Now the thing is that the increase in ice around antarctica could actually be caused by the increased flow of the PIG. If the pig is causing the oceans in the area to become fresher then this will effectively lower the melting point of the ice in those oceans. IOW this would mean ice in the oceans around antarctica would be less likely to melt. Which should mean more ice. So right up until somebody cast doubt on the theory that global warming had caused the increased flow of the PIG the greenies actually had a credible argument to explain the increase in antarctic ice. Of course it's now too late for them to start using that argument.
I'm not going to express a view either way on the subject of global warming itself, that argument will run and run. However I will say that the pro camp have got so used to fiddling figures and or at least selective reporting on the issue that they have got to the stage where they do it even if they don't need to. As such the population in general and the media* in particular are doubting the theory in ever greater numbers.

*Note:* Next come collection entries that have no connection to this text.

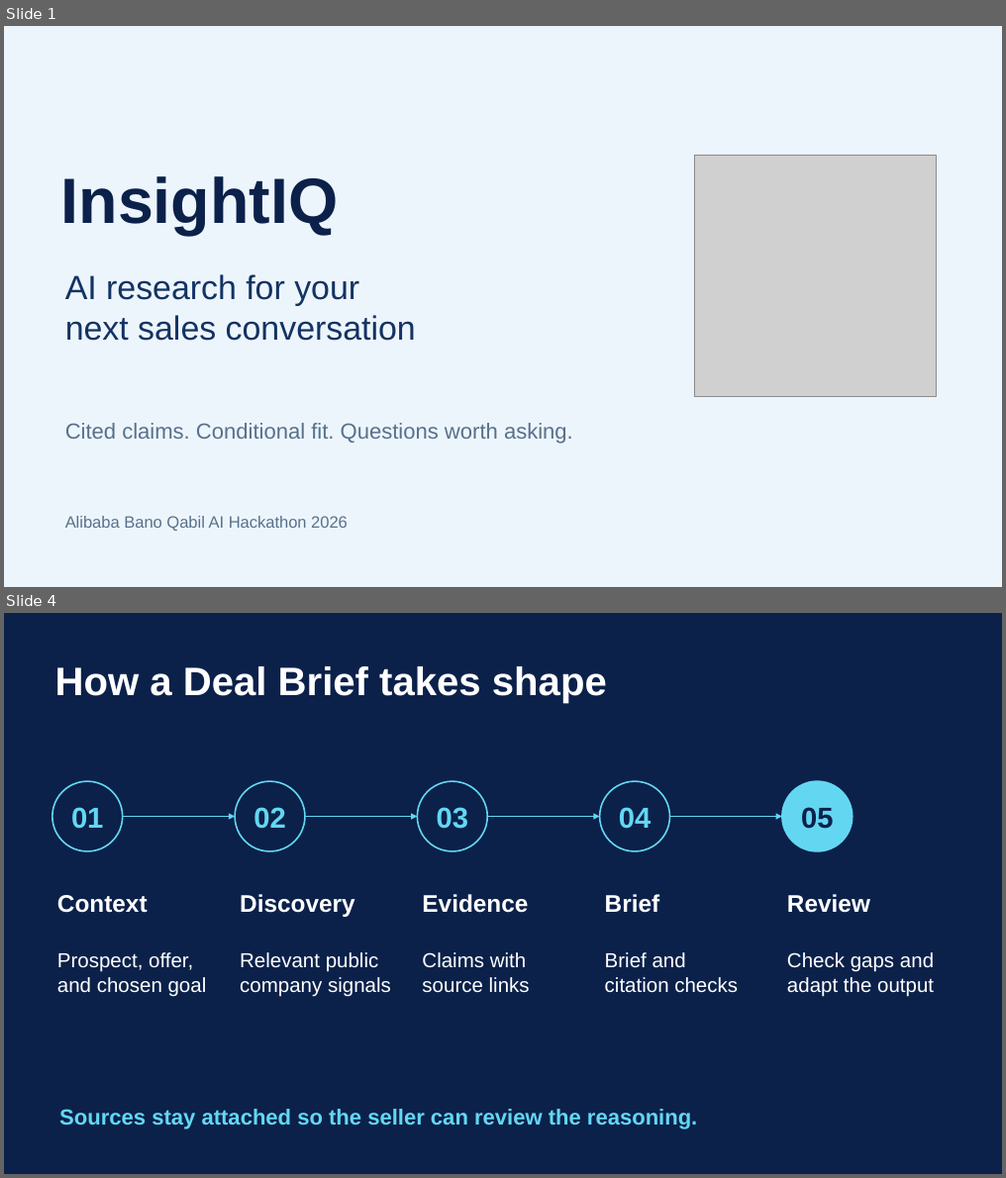
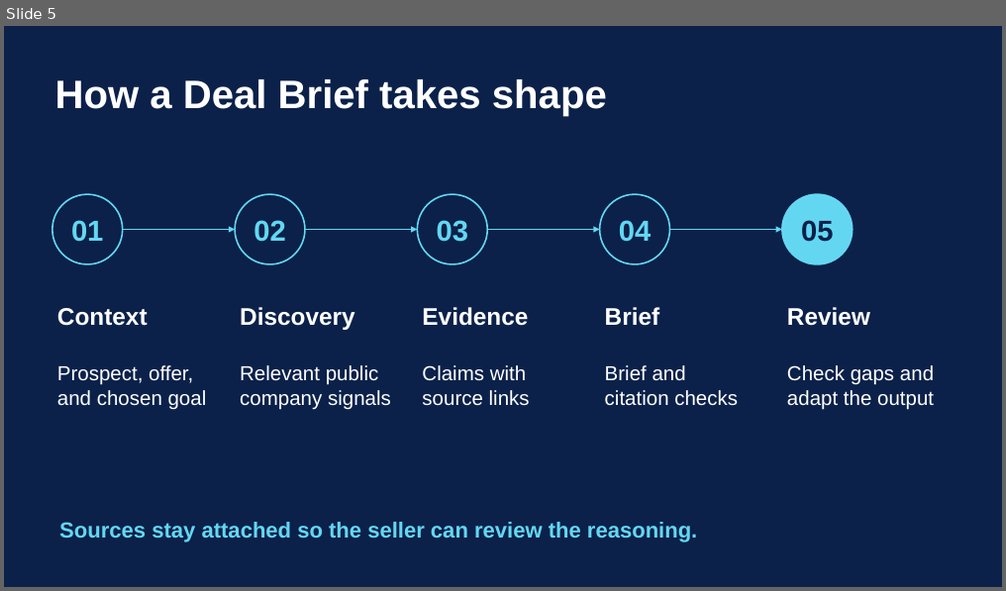
Before and after one commit to afnanahmadtariq/lead-trace, a slide deck: presentation/Lead-Trace-pitch-enhanced.pptx. Shown one above the other, each under a label of ours: slides 1 and 4 before the commit, slide 5 after it; the slides between them are not shown. The pictures are 1006x1178 and 1006x591 pixels, drawn with LibreOffice and Linux fonts; fonts in the diff are those of the drawing; grey boxes stand for pictures. Boxes give left, top, right and bottom in pixels: in the first picture for what was removed or moved away, otherwise in the second. Text is boxed around its words. In the diff, an @@ line names an element or a change of style, - is before the commit and + after.

```diff
--- a/presentation/Lead-Trace-pitch-enhanced.pptx
+++ b/presentation/Lead-Trace-pitch-enhanced.pptx
@@ slide 1 removed at [4, 26, 1002, 587], background #EDF5FC @@
@@ picture removed at [694, 155, 936, 396] @@
@@ text removed at [61, 176, 339, 235] @@
-InsightIQ
@@ text removed at [65, 274, 416, 341] @@
-AI research for your
-next sales conversation
@@ text removed at [65, 423, 573, 444] @@
-Cited claims. Conditional fit. Questions worth asking.
@@ text removed at [65, 516, 348, 531] @@
-Alibaba Bano Qabil AI Hackathon 2026
@@ what was slide 4 is now slide 5 @@
```
Also in this commit, not shown: 6 slides changed, 3 slides added, 30 other files.

As for the comments about dramatic reporting; you should realise that reporting "we're all going to die" all the time quickly loses it's impact to the extent that it becomes a non-story. So what actually happens is that reporting the issue becomes less dramatic and more balanced. Sooner or later people see a "Global Warming Will Kill Us All" headline and unless they are dyed in the wool greenies they don't even bother reading the story. So if the journalist wants to get his point accross to the unbelievers s/he has to be more subtle. On the other hand the anti- camp have never had the dramatic headlines, "we're not doomed" has a lot less impact, so their stories have always been less dramatic and hence more generally credible to the rational mind.
* OK so that would be the media not including the Grauniad and the BBC.